– Конечно, спрашивала, и она сказала, что не трогала их. Она знает, что ей нельзя их трогать. Бьюти, не могу поверить, что вы способны меня обворовать. После всего, через что мы прошли.
– Эдит, я…
– Я не разрешаю вам больше называть меня “Эдит”. Это было предложение дружбы. А друзья не крадут у друзей.
– Мадам, – сказала Бьюти, вложив в это слово максимум презрения, – я у вас ничего не украла. Я никогда в жизни ни у кого ничего не украла. Я не
– Я плачу вам целое состояние по сравнению с другими служанками…
– Потому что я не прислуга, мадам.
– Если вам нужны были деньги, почему вы не попросили меня, я бы…

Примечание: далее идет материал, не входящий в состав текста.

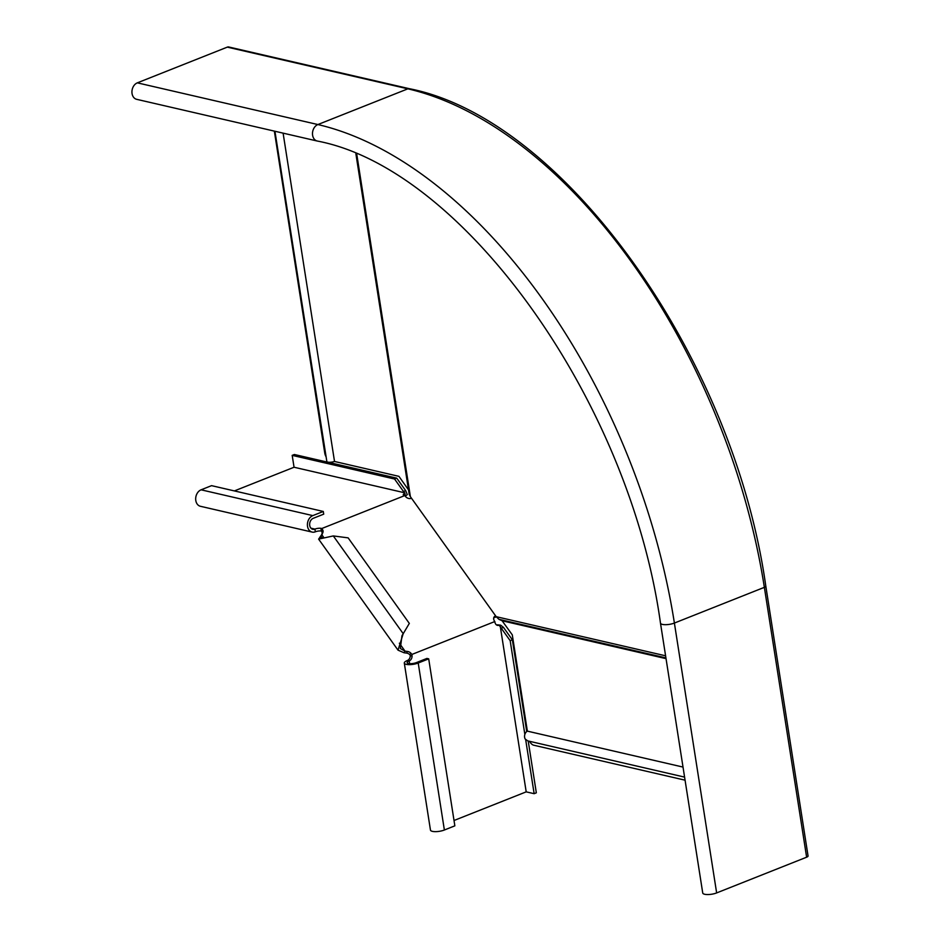 <?xml version="1.0" encoding="UTF-8"?>
<svg xmlns="http://www.w3.org/2000/svg" width="940" height="940" viewBox="0 0 940 940"><rect width="100%" height="100%" fill="white"/><g stroke="black" fill="none" stroke-linecap="round" stroke-linejoin="round"><path stroke-width="1.41" d="M355.884 153.784L409.206 494.322L410.392 496.684L496.203 616.675L498.952 619.319L665.92 657.883M283.105 133.139L334.522 461.47L398.924 476.345L409.006 490.574M274.938 131.259L326.873 461.728A5.158 1.551 171.1 0 0 334.522 461.47M274.339 131.118L324.747 452.974A6.874 3.936 -111.7 0 0 325.851 456.382M666.037 658.646L502.113 620.776L498.952 619.319M683.016 767.075L527.364 731.132L512.288 634.852L502.113 620.776M684.59 777.11L527.728 740.885L525.178 739.016A5.158 3.936 103 0 1 527.364 731.132M685.072 780.177L533.744 745.22A6.874 3.936 68.3 0 1 529.584 741.308M137.334 82.849A8.589 6.557 103 0 0 131.941 91.521A8.589 6.557 103 0 0 136.676 99.323L317.227 141.024A8.589 6.557 103 0 1 312.491 133.221A8.589 6.557 103 0 1 317.885 124.55L137.334 82.849L227.316 47.129A4.007 3.055 103 0 1 228.808 47L409.358 88.701A4.007 3.055 103 0 0 407.866 88.83L227.316 47.129M806.626 857.198L764.361 587.336L674.391 623.056A458.403 262.272 68.3 0 0 317.885 124.55L407.866 88.83A458.403 262.272 68.3 0 1 764.361 587.336A4.007 1.21 171.1 0 0 765.806 586.137L808.059 855.999A4.007 1.21 171.1 0 1 806.626 857.198L716.644 892.918A8.589 2.597 171.1 0 1 707.797 894.551A8.589 2.597 171.1 0 1 702.732 893L660.479 623.138C629.706 400.581 462.809 168.589 317.227 141.024M496.297 616.84L494.428 617.592L495.404 615.97A4.583 3.454 31.2 0 0 494.005 617.122A4.583 3.454 31.2 0 0 494.029 620.212L495.18 623.056A4.583 3.502 103 0 0 497.46 625.359A4.583 3.502 103 0 0 499.175 625.206L500.291 626.463L526.2 791.856L454.02 820.502M494.875 621.516L411.885 654.452L412.072 656.05A4.583 3.502 103 0 1 409.194 660.926L409.617 663.664M496.602 624.994A4.583 3.502 103 0 0 497.366 624.795L499.175 625.206L501.267 628.226L503.452 627.356L512.359 639.811L526.729 731.543M407.384 660.514L409.194 660.926A5.734 1.727 171.1 0 0 407.137 662.653A5.734 1.727 171.1 0 0 410.51 663.687A5.734 1.727 171.1 0 0 416.408 662.594L426.901 658.435L428.699 658.846L418.218 663.017A8.589 2.597 171.1 0 1 409.358 664.65A8.589 2.597 171.1 0 1 404.306 663.088A8.589 2.597 171.1 0 1 407.384 660.514A4.583 3.502 103 0 0 410.263 655.627L409.934 654.816A4.583 3.454 31.2 0 0 406.538 653.089L404.059 652.76L405.034 651.15L400.358 648.494L401.944 635.863L409.323 623.408L348.141 537.868L333.301 535.929L403.201 633.678L402.226 635.287M497.366 624.795L500.668 625.17L503.452 627.356M410.263 655.627L412.072 656.05M404.306 663.088L430.461 830.079A8.589 2.597 -8.9 0 0 435.514 831.641A8.589 2.597 -8.9 0 0 444.373 830.008L454.854 825.837L428.699 658.846M525.683 739.721L534.143 793.689L526.2 791.856M512.359 639.811L510.173 640.681L524.849 734.399M528.21 740.99L536.329 792.82L534.143 793.689M501.267 628.226L510.173 640.681M404.059 652.76L398.031 650.163L403.201 633.678M321.081 535.565L321.727 534.496A4.583 3.454 -148.8 0 0 321.691 531.417L322.679 529.808A4.583 3.454 -148.8 0 1 322.702 532.874L320.951 537.457L322.949 537.774M320.704 536.199L318.625 539.114L333.301 535.929M409.934 654.816L410.921 653.206A4.583 3.454 31.2 0 0 407.514 651.467L405.034 651.15L399.371 643.218M321.691 531.417L320.716 528.292L321.821 528.503L404.811 495.556L405.786 496.814A4.583 3.454 -148.8 0 0 411.274 498.329L411.497 498.235M494.428 617.592A4.583 3.454 31.2 0 0 493.664 618.015M322.679 529.808L321.821 528.503M410.921 653.206L411.885 654.452M323.289 511.454L312.809 515.614A8.589 6.557 103 0 0 307.415 524.285A8.589 6.557 103 0 0 312.139 532.087L200.42 506.284A8.589 6.557 -77 0 1 195.684 498.482A8.589 6.557 -77 0 1 201.089 489.811L211.571 485.651L323.289 511.454L323.713 514.157L313.231 518.316A5.734 4.371 103 0 0 309.636 524.097A5.734 4.371 103 0 0 312.785 529.29A5.734 4.371 103 0 0 314.923 529.103A4.583 1.387 171.1 0 1 320.716 528.292M405.234 496.12A4.583 1.387 171.1 0 1 405.328 496.085L404.905 493.394A4.583 1.387 171.1 0 0 403.26 494.769A4.583 1.387 171.1 0 0 403.824 495.298L404.811 495.556M234.389 490.915L294.055 467.239L404.705 492.795L403.471 491.467L405.657 490.598L407.314 494.628L405.328 496.085M312.139 532.087A8.589 6.557 103 0 0 315.346 531.805A4.583 1.387 171.1 0 1 321.139 530.982M405.657 490.598L396.739 478.143L394.553 479.012L292.187 455.36L294.055 467.239M396.739 478.143L294.373 454.502L292.187 455.36M403.471 491.467L394.553 479.012M410.392 496.684L356.754 154.16M496.203 616.675L665.591 655.803M716.644 892.918L674.391 623.056A8.589 2.597 171.1 0 1 665.532 624.689A8.589 2.597 171.1 0 1 660.479 623.138M418.218 663.017L444.373 830.008M321.68 534.59L323.771 537.504M406.538 653.089L407.514 651.467M315.346 531.805L314.923 529.103L310.952 528.186M312.809 515.614L201.089 489.811M321.727 534.496L322.702 532.874M765.806 586.137C733.576 356.965 563.741 118.863 409.358 88.701M401.944 635.863L402.602 634.664M398.031 650.163L318.613 539.114M319.835 537.292L321.304 535.212"/></g></svg>

– Мне нужны только те деньги, которые я зарабатываю. Я у вас ничего не брала. И говорю вам об этом в последний раз.
– Я вижу, наш разговор ни к чему не ведет. Если бы вы были честны со мной, я могла бы простить вас, но такой лжи я не потерплю.
– Вы собираетесь прощать меня? – Бьюти словно не верила собственным ушам.
– Я знаю, вы считаете меня заложницей, ведь я так в вас нуждаюсь, но я не дам приюта предателю и вору. Вы не оставляете мне выбора, мне придется вас уволить. Думаю, вам лучше всего уйти немедленно. Единственное, что удерживает меня от заявления в полицию, – это ваши отношения с Мэгги, то, насколько высоко она вас ценит, и то, что вы небезразличны Робин.
Дверь распахнулась, я отскочила в сторону, Бьюти пронеслась мимо меня. Сделав несколько широких шагов, она остановилась. Она не обернулась, просто стояла спиной ко мне и ждала. Мне хотелось просить у нее прощения, рассказать ей правду, которую она наверняка и так уже подозревала, но слова упрямо отказывались выходить.
Бьюти подождала еще немного. Я так и не заговорила, и ее гордо расправленные плечи слегка поникли. Теперь ее силуэт выражал не праведный гнев, а глубокую обиду. И причиной того, что стоявшая передо мной гордая женщина выглядела сломленной, была я.
– Бьюти, – позвала я, и она в ответ качнулась ко мне. Но я ничего больше не сказала, слова рассыпались в прах у меня во рту, и Бьюти ушла на кухню. Сумку она собрала еще раньше, ожидая прибытия Эдит.
Я услышала, как Бьюти закрыла поваренную книгу и стала убирать продукты с разделочного стола. Когда стук открываемых и закрываемых шкафчиков наконец смолк, я вышла из своего укрытия под дверью Эдит и увидела, как Бьюти, подхватив сумку, направляется к двери. Простое движение – она поднесла руку к лицу – сломало мое молчание.
Я знала язык печали, мое тело говорило на нем много раз, и я знала, как Бьюти стыдится слез, как не хочет плакать. Неважно, что разный цвет кожи разделял нас больше, чем протянувшийся между нами промежуток в сорок лет, – в Бьюти я узнавала себя, она была как я. Мы были такими разными – и такими похожими, именно в ее слезах я узнала общую для нас обеих принадлежность к роду человеческому.